- Theatrical release poster
- Simplified Chinese: 我要我们在一起
- Hanyu Pinyin: Wǒ yào wǒmen zài yīqǐ
- Directed by: Mo Sha
- Screenplay by: Wang Zhiyong; Fu Dandi;
- Produced by: Chen Kuo-fu
- Starring: Qu Chuxiao; Zhang Jingyi;
- Production companies: CKF Pictures; Alibaba Pictures; Tencent Pictures;
- Distributed by: Tao Piao Piao
- Release date: May 20, 2021;
- Running time: 105 minutes
- Country: China
- Language: Mandarin
- Box office: US$45.1 million

= Love Will Tear Us Apart (2021 film) =

2021 film directed by Mo Sha

Love Will Tear Us Apart (我要我们在一起) is a 2021 Chinese romantic drama film directed by Mo Sha and produced by Chen Kuo-fu. Inspired by a long-form Douban post titled "My Girlfriend of Ten Years Is Getting Married Tomorrow", it tells the story of a ten-year love affair between Lü Qinyang (Qu Chuxiao) and Ling Yiyao (Zhang Jingyi). It was released in China on May 20, 2021.

==Plot==
Lu Qinyang and Ling Yiyao fall in love during their school years, beginning with a confession letter. After graduating from high school, Lu Qinyang goes to Zhoushan to work, while Ling Yiyao continues her studies in Nanjing. Their relationship is opposed by Ling Yiyao's mother, but the two remain determined to stay together.

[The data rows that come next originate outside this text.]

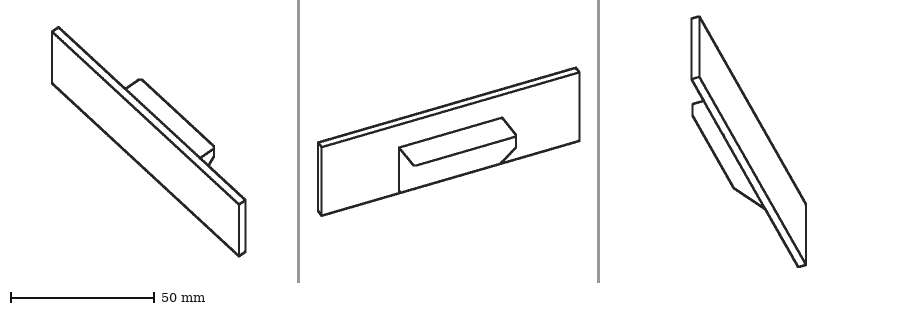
import cadquery as cq

plate_length = 100.0
plate_thickness = 3.0
plate_height = 30.0

block_length = 40.0
block_depth = 12.0
block_top = 20.0
block_nose_height = 5.0
edge_radius = 1.0

plate = cq.Workplane("XY").box(
    plate_length, plate_thickness, plate_height, centered=(True, False, False)
)

block = (
    cq.Workplane("YZ", origin=(-block_length / 2, 0, 0))
    .moveTo(plate_thickness, 0)
    .lineTo(plate_thickness, block_top)
    .lineTo(plate_thickness + block_depth, block_top)
    .lineTo(plate_thickness + block_depth, block_top - block_nose_height)
    .close()
    .extrude(block_length)
)

nose_edges = block.faces(">Y").edges("not >Z")
slope_side_edges = block.edges("not(|X or |Y or |Z)")
block = block.newObject(nose_edges.vals() + slope_side_edges.vals()).fillet(edge_radius)

result = plate.union(block)

However, as Lu Qinyang's career develops, he faces exclusion and pressure from his superiors and colleagues. At the same time, Ling Yiyao's mother falls ill and is hospitalized, increasingly favoring a rival suitor, Luo Tingyu. Burdened by debt and wanting to provide a better life, Lu Qinyang decides to leave Ling Yiyao and take on a long-term contract project in Xinjiang, breaking up with her on the day he departs.

Years later, Ling Yiyao becomes engaged to Luo Tingyu under her mother's arrangement, but a phone call rekindles her old feelings for Lu Qinyang. They agree to meet at Jiayuguan railway station. Lu Qinyang had planned to propose there, but he is tragically caught in a blizzard.

Ling Yiyao waits at the station, while Lu Qinyang is found frozen in Xinjiang by his coworkers, still clutching the phone with which he meant to confess his love to her, a tear frozen at the corner of his eye.

==Cast==
- Qu Chuxiao as Lu Qinyang
- Zhang Jingyi as Ling Yiyao
- Sun Ning as Da Qiao
- Zhang Yao as Jiang Qianqian
- Li Jiahao as Luo Tingyu

==Production==
On May 28, 2019, filming for Love Will Tear Us Apart began in Nanjing. On August 16, the film successfully wrapped production in Dunhuang.

==Reception==
The film grossed over 100 million yuan on its opening day, and surpassed 200 million yuan within five days.

It was re-released on May 20, 2022, earning 55 million yuan during the re-run, bringing its total cumulative box office to 380 million yuan.